When the carriage control valve 93 is positioned to connect conduits 91 and 94 to thereby power the actuator 76, the conduit 100 is simultaneously connected to a return line 102 which leads back to the reservoir 90. This connection between the conduits 100 and 102 affords an exhaust path for fluid expressed from the actuators 41 and 75. A branch line 103 between the forward ends of the actuators 75 and 76 completes a closed fluid circuit in which fluid forced from the cylinder 76 by its advancing piston is free to flow into the cylinder of the actuator 75 behind its oppositely acting piston.

The carriage control valve 93 connects conduits 94 and 102 when conduit 100 is connected to source.

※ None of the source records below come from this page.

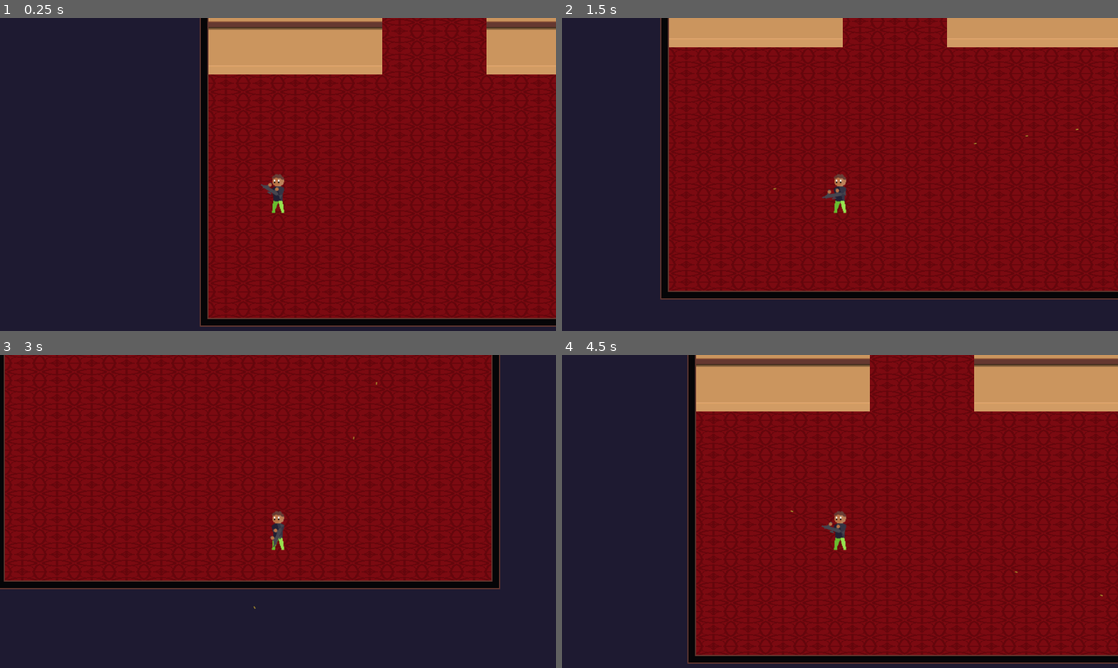
Above: before the commit, frames 1-4 (two rows, left to right).
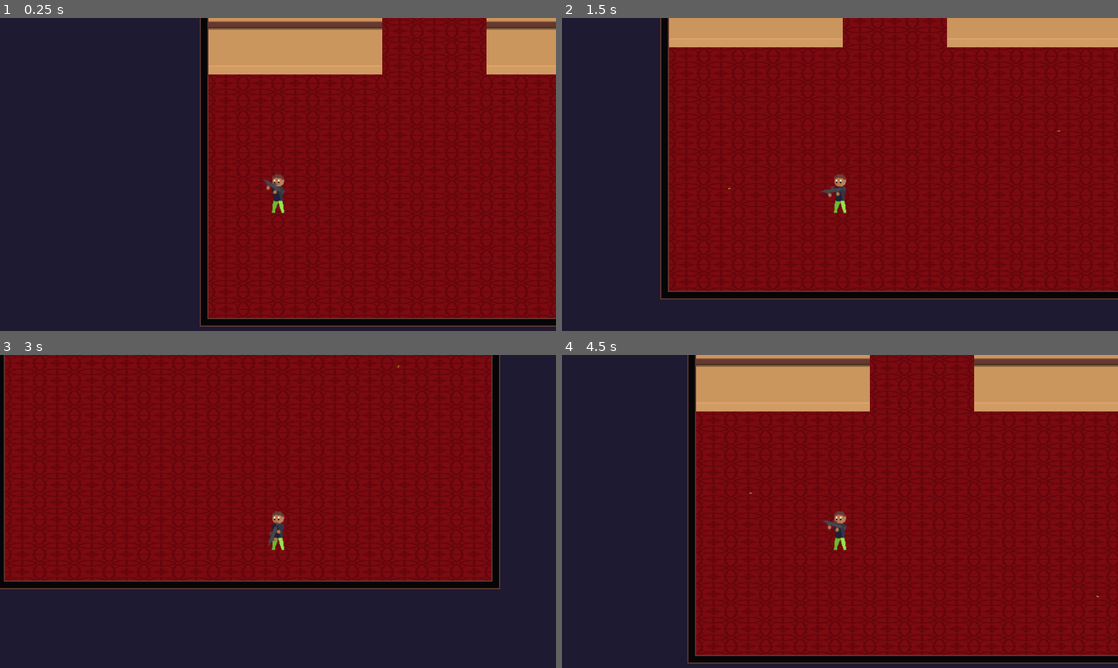
Above: after the commit, the same moments.

Repository: sirBamson/borlaier
Game: Godot game, scene res://Scenes/SceneController.tscn
Two runs of this game, one before a commit and one after it. Both use one fixed random seed, a clock stepped at 60 frames per second and the inputs below.
Inputs (mouse positions are in pixels of both pictures, inside the frame that each line leads up to):
- Up to frame 1 (0.25 s): no input
- Up to frame 2 (1.5 s): tap Enter (ui_accept) at 0.5, 0.77 s; move the mouse to (962, 174) at 0.52 s; hold Right (ui_right) 0.53-1.28 s; hold Space (fire) 0.53-1.28 s; move the mouse to (728, 208) at 1.27 s; hold Down (ui_down) from 1.28 s (still down); tap Space (fire) at 1.35 s
- Up to frame 3 (3 s): tap Enter (ui_accept) at 1.52 s; move the mouse to (333, 452) at 2.02 s; release Down (ui_down) at 2.03 s; hold Right (ui_right) 2.03-2.78 s; hold Space (fire) 2.03-2.78 s; move the mouse to (250, 599) at 2.77 s; hold Up (ui_up) from 2.78 s (still down); tap Space (fire) at 2.85 s
- Up to frame 4 (4.5 s): tap Enter (ui_accept) at 3.02, 3.77 s; move the mouse to (1006, 580) at 3.52 s; release Up (ui_up) at 3.53 s; hold Space (fire) 3.53-4.28 s; hold Left (ui_left) from 3.53 s (still down); move the mouse to (673, 477) at 4.27 s; tap Space (fire) at 4.35 s

The runs differ from the first frame. In frame 1, less than 0.1% of the frame differs, in the area x 46-52%, y 51-57%; in frame 2, less than 0.1%, in the area x 29-93%, y 35-58%; in frame 3, less than 0.1%; in frame 4, less than 0.1%.

Commit message:
Fixed gun rotation and bullet sounds

Diff:
--- a/Scenes/Bullet.tscn
+++ b/Scenes/Bullet.tscn
@@ -8,6 +8,8 @@
 height = 4.0
 
 [node name="Bullet" type="RigidBody2D"]
+collision_layer = 8
+collision_mask = 141
 contacts_reported = 1
 contact_monitor = true
 script = ExtResource( 2 )
--- a/Scenes/Gun.tscn
+++ b/Scenes/Gun.tscn
@@ -1,8 +1,17 @@
-[gd_scene load_steps=3 format=2]
+[gd_scene load_steps=4 format=2]
 
 [ext_resource path="res://Assets/weapon_prototype.png" type="Texture" id=1]
 [ext_resource path="res://Scripts/Gun.gd" type="Script" id=2]
+[ext_resource path="res://Assets/Sounds/bullet.wav" type="AudioStream" id=3]
 
 [node name="Gun" type="Sprite"]
 texture = ExtResource( 1 )
 script = ExtResource( 2 )
+bullet_speed = 1500
+
+[node name="BulletSpawn" type="Position2D" parent="."]
+position = Vector2( 25, -4 )
+
+[node name="BulletSound" type="AudioStreamPlayer2D" parent="."]
+stream = ExtResource( 3 )
+volume_db = -10.0
--- a/Scripts/Gun.gd
+++ b/Scripts/Gun.gd
@@ -4,22 +4,30 @@
 export var bullet_speed = 1000
 export var fire_rate = 0.12
 
-var bullet = preload("res://Scenes/Bullet.tscn")
+var bullet = load("res://Scenes/Bullet.tscn")
 var can_fire = true
-var a = 0
-#var gun_position = $"/root/PlayerGlobals"
-#var dif = Vector2(200)
 
 
-func _process(delta: float) -> void:
+func _physics_process(delta: float) -> void:
 	look_at(get_global_mouse_position())
-	var bullet_instance = bullet.instance()
+
+
+
+	if get_global_mouse_position().x < global_position.x:
+		scale = Vector2(1, -1)
+	else:
+		scale = Vector2(1, 1)
+
 
 	if Input.is_action_pressed("fire") and can_fire:
-		bullet_instance.position = get_global_position() + (Vector2(23, -4).rotated(rotation))
-		bullet_instance.rotation_degrees = rotation_degrees
+		$BulletSound.play()
+		var bullet_instance = bullet.instance()
+		bullet_instance.global_position = $BulletSpawn.global_position
+		bullet_instance.rotation = rotation
 		bullet_instance.apply_impulse(Vector2(), Vector2(bullet_speed, 0).rotated(rotation))
-		get_tree().get_root().add_child(bullet_instance)
+		get_node("/root/SceneController").get_child(0).add_child(bullet_instance)
+
+		# Regulates rate of fire
 		can_fire = false
 		yield(get_tree().create_timer(fire_rate),"timeout")
 		can_fire = true
Not shown, added: Assets/Sounds/bullet.wav.import
Not shown, added: Assets/Sounds/bullet.wav
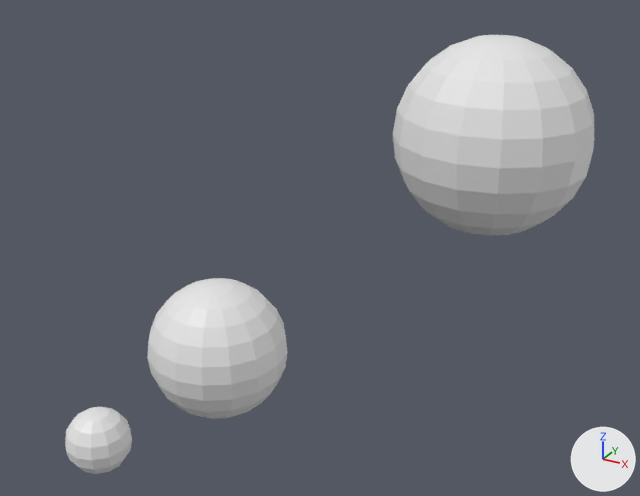
The Blender file planetary-system.blend: old version first, new version second.
Both versions are drawn from a 50 mm lens placed at (1.65, -5.24, 1.6), pointed at (-0.26, -1.77, -0.14). Every picture has the same lights, and +X, +Y and +Z are marked at lower right. The picture after the commit comes second.

Objects in the first picture: 'Moon', 'Planet', 'Sun'.
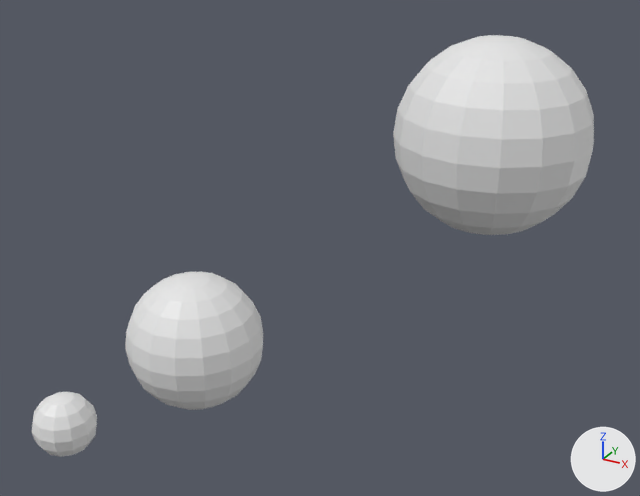
Commit message: Edited planetary system (bezier to linear)

ob_planet_origin is not drawn itself; it is the parent of ob_planet, ob_moon_orbit.
ob_moon_origin is not drawn itself; it is the parent of ob_moon.

Changed parts and their boxes [x1, y1, x2, y2] in the pictures (640 x 496 px):
'Sun', rescaled: before [393, 35, 595, 235]; after [393, 35, 594, 235]
'Planet', moved: before [147, 278, 287, 419]; after [125, 271, 263, 410]
'Moon', moved: before [65, 407, 132, 474]; after [32, 392, 97, 457]

The change, as a list of edits to the scene's bpy script:
```text
Change ob_planet_origin:
    ob_planet_origin.location: (0.0, -3.0, 0.0) -> (-0.104, -2.993, 0.0)
Change ob_sun:
    ob_sun.scale: (0.625, 0.625, 0.625) -> (0.622, 0.622, 0.622)
Change ob_moon_origin:
    ob_moon_origin.location: (0.0, -3.625, 0.0) -> (-0.148, -3.612, 0.0)
```

In this position of the valve, fluid expressed from the actuators 41 and 76 flows through conduits 94, 96 and 102 to the reservoir 90. At the same time, the line 103 permits fluid forced from the forward end of the actuator 75 to flow into the forward end of the oppositely acting actuator 76.

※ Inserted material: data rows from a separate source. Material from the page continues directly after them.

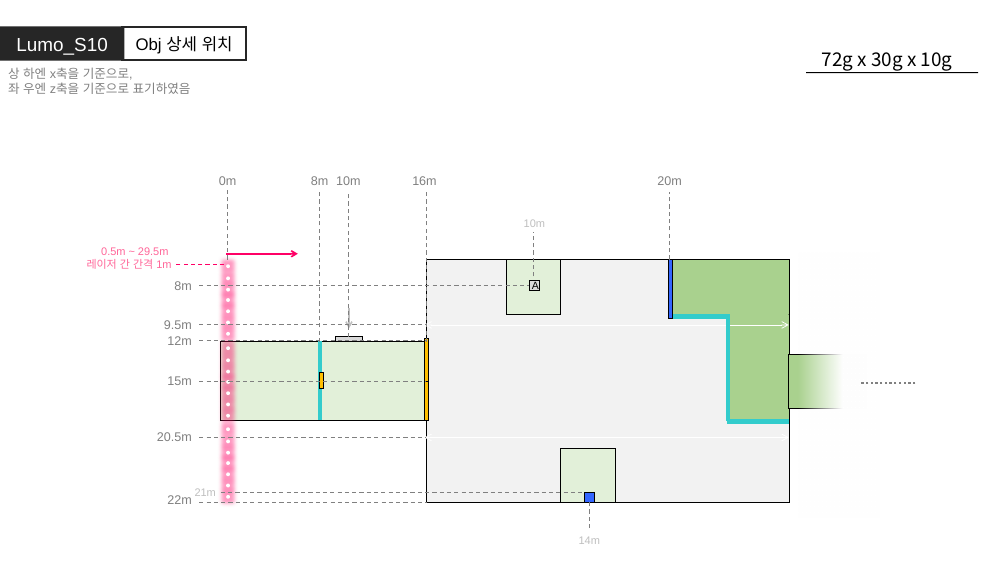
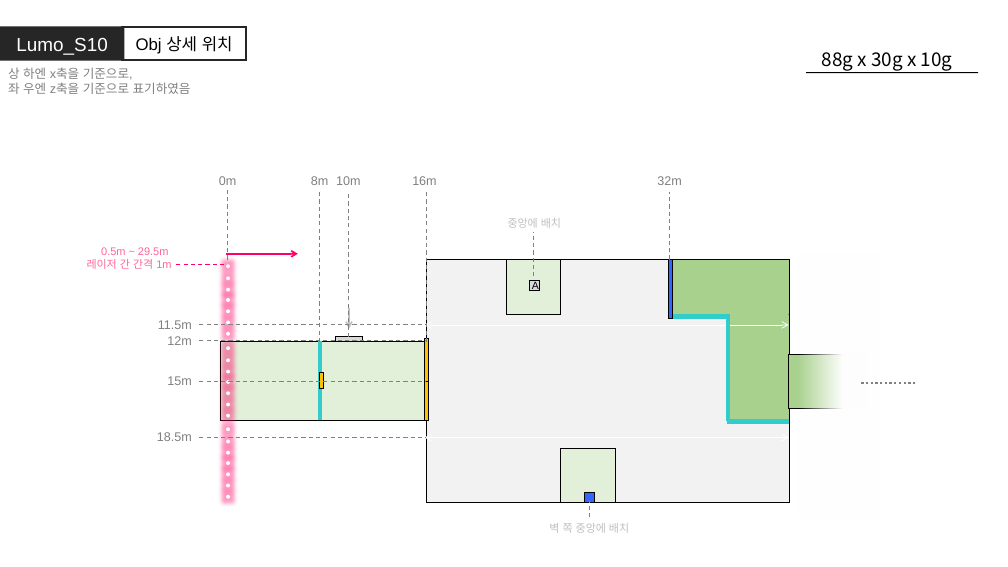
Before and after one commit to GGMGangsterHamster/GangsterHamster, a slide deck: slide 9 of Documents/LevelDesign/LumoStage/Lumo_Stage.pptx. Drawn at 1008x567 pixels with LibreOffice and Linux fonts; fonts in the diff are those of the drawing. Boxes give left, top, right and bottom in pixels: in the first picture for what was removed or moved away, otherwise in the second. Text is boxed around its words. In the diff, an @@ line names an element or a change of style, - is before the commit and + after.

```diff
--- a/Documents/LevelDesign/LumoStage/Lumo_Stage.pptx
+++ b/Documents/LevelDesign/LumoStage/Lumo_Stage.pptx
@@ text at [822, 52, 953, 71]: text changed @@
-72g x 30g x 10g
+88g x 30g x 10g
@@ text at [657, 176, 681, 185]: text changed @@
-20m
+32m
@@ text at [508, 218, 561, 228]: text changed @@
-10m
+중앙에 배치
@@ text removed at [174, 281, 191, 290] @@
-8m
@@ line removed from (200, 286) to (529, 286) @@
@@ text at [158, 320, 192, 329]: text changed @@
-9.5m
+11.5m
@@ text at [157, 432, 192, 441]: text changed @@
-20.5m
+18.5m
@@ text removed at [167, 495, 191, 504] @@
-22m
@@ text removed at [195, 488, 216, 496] @@
-21m
@@ line removed from (200, 502) to (427, 502) @@
@@ line removed from (221, 493) to (585, 493) @@
@@ line moved from (590, 529) - (590, 502) to (590, 517) - (590, 501) @@
@@ text added at [549, 523, 629, 533], 10.5 pt, text #BFBFBF @@
+벽 쪽 중앙에 배치
@@ text removed at [579, 537, 600, 544] @@
-14m
```
Also in this commit, not shown: 8 other slides changed, 1 other file.

A branch supply line 104 affords fluid communication between the main supply line 91 and a 4-port, two-way motor control valve 105 which is similar to the valve 93. This valve 105 also forms a part of the truck controls 15.

In one position of the motor control valve 105, the supply conduit 104 is connected to a conduit 106 which leads to the fork carriage turning motor 63, thereby effecting turning movement of the fork carriage 31 in one direction. When the valve is in this position, the conduit 107, which also leads to the motor 63, is placed in fluid communication with a branch return line 108 which is in turn connected into the main return line 102.

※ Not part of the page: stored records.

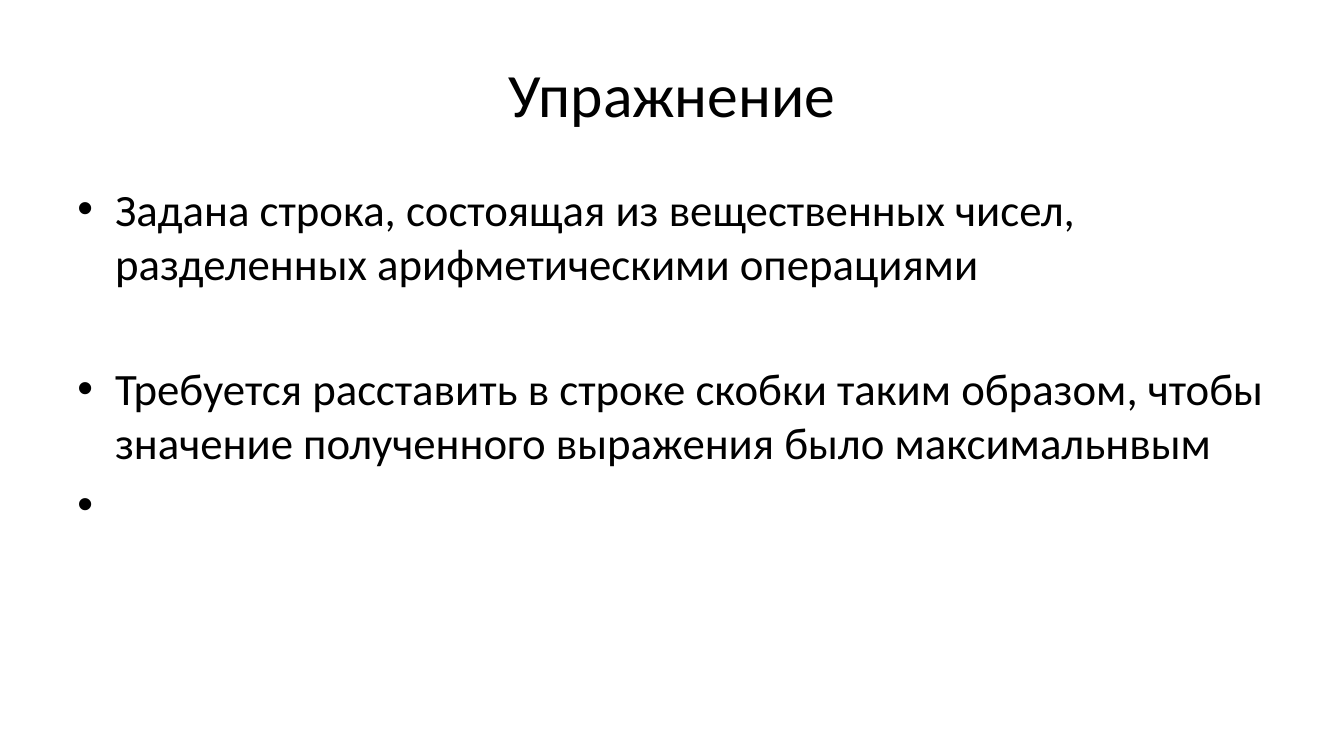
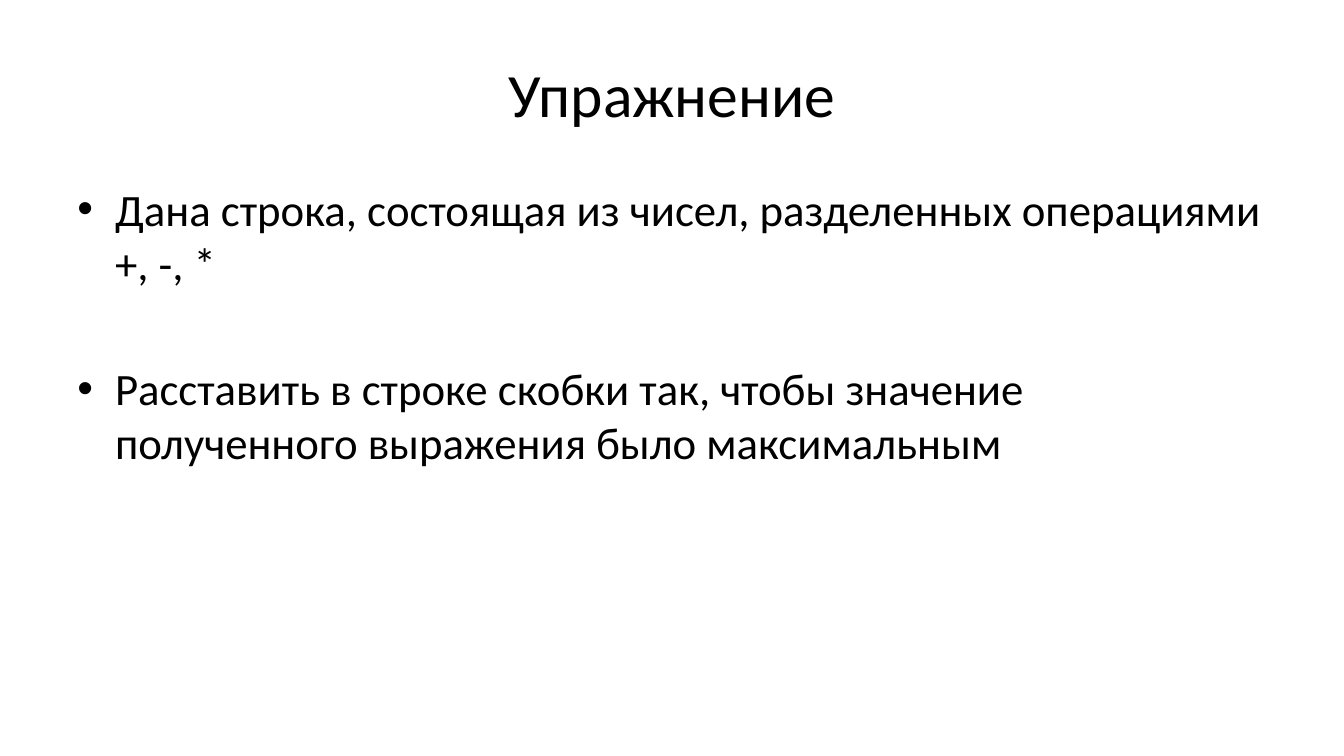
Before and after one commit to Evgueni-Petrov-aka-espetrov/Algorithms-and-Programming-in-C-pptx, a slide deck: slide 23 of 21 Динамическое программирование.pptx (slide 30 before the commit). Drawn at 1344x756 pixels with LibreOffice and Linux fonts; fonts in the diff are those of the drawing. Boxes give left, top, right and bottom in pixels: in the first picture for what was removed or moved away, otherwise in the second. Text is boxed around its words. In the diff, an @@ line names an element or a change of style, - is before the commit and + after.

```diff
--- a/21 Динамическое программирование.pptx
+++ b/21 Динамическое программирование.pptx
@@ text at <box>115,197,1260,467</box>: text changed @@
-• Задана строка, состоящая из вещественных чисел, разделенных арифметическими операциями
-• Требуется расставить в строке скобки таким образом, чтобы значение полученного выражения было максимальнвым
+• Дана строка, состоящая из чисел, разделенных операциями +, -, *
+• Расставить в строке скобки так, чтобы значение полученного выражения было максимальным
```
Also in this commit, not shown: 16 other slides changed, 12 slides added, 14 slides removed.

Turning movement of the fork carriage 31 in the opposite direction is effected by moving the control valve 105 to its second position in which the conduits 104 and 107 are placed in fluid communication and the conduit 106 is connected to the exhaust line 108.

The combined operation of the load handling mechanism and fluid control system comprising the present invention will be clearly apparent when FIGS. 5 and 6 are considered in conjunction. In the illustrated position of the load handling mechanism, the fork carriage 31 is centered on the main carriage 30 with the carriage actuator 76 fully extended and the oppositely acting actuator 75 fully retracted, and the fork carriage plates 67 are transverse to the longitudinal axis of the truck 10 so that the load engaging forks 32 extend forwardly of the truck. The main carriage 30 is in turn centered with respect to the elevator 25 with the actuator 41 fully retracted.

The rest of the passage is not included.